Personally, I don't use smoothing because I don't care for the look of it. I'm just too used to seeing radar data displayed the other way. That said - I don't think it makes a bit of difference for a storm chaser looking to find the general location of a storm, it's intensity, and whether or not a storm has a strong mid-level mesocyclone or not. All of those features will be easy to identify with smoothing or not.

Glen

 

[Ronnie Bradley]

For me, I like smoothing but it all depends on the colour palette used. some palettes make it hard to discern the strength of a storm (break points that are ill-defined). With GRx software, one can write a palette that defines solid colours tied to certain (range of) dBZ's which will give more of a banded appearance. With L3 data, I would probably say that the SolidColor approach (default base reflectivity palette in GRLevel3, for example) would result in the greatest accuracy. When the "Color" attribute is used, then interpolation comes into play. It can also be argued that accuracy with a "color" vs. "solidcolor" based palette can be reduced, especially with L3 data, but is sure makes the data displayed much more attractive .
Now when velocity is concerend, I have that UNchecked on both GR3 and 2. I don't want velocity data interpolated (or smeared) at all.
I do periodicaly uncheck smoothing on both clients to sometimes get a better grasp on a storm.
Examples forthcoming. 1st is the 5/3/1999 Moore / OKC supercell with the new NWS palette which has the "SolidColor" attribute in the palette, unsmoothed.
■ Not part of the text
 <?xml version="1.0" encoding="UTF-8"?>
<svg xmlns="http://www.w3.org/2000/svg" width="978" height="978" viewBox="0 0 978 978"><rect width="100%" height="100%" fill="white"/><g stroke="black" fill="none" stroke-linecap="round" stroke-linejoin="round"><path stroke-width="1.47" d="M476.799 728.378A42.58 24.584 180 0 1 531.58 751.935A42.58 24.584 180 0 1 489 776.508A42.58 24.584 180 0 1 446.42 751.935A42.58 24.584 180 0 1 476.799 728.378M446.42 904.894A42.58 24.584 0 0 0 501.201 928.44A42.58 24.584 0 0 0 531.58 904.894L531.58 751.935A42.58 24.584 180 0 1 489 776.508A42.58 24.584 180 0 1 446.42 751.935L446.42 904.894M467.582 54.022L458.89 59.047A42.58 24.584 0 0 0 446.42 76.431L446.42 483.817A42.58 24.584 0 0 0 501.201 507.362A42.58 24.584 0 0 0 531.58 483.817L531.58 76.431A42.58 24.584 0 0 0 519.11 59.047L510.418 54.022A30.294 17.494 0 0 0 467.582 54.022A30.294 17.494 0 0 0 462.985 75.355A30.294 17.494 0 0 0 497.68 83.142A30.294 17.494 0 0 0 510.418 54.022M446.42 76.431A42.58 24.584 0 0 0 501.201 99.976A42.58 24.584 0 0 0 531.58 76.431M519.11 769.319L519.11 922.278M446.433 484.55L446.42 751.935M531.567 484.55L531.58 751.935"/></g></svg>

The same palette with smoothing...

Then there is my "severe weather" palette which has the color (vs solidcolor) attribute. First example is unsmoothed.

Then the smoothed version...

 

[Greg Stumpf]

One issue about smoothing to consider is that there are numerous algorithms out there that can be used to filter data. Gaussian, Cressman, Median, Percent, Scale, Oriented, Erosion, and Dilation filters are examples. Also, kernel size and shape can be varied, as can the the kernel coordinate systems (polar versus cartesian). WDSSII offers many of these varieties of filters to try out (http://www.wdssii.org - free for .edu and .gov).

All of these are going to result in different answers. But for detailed analysis of radar data for NWS warning ops, I prefer to stick with the native unsmoothed data.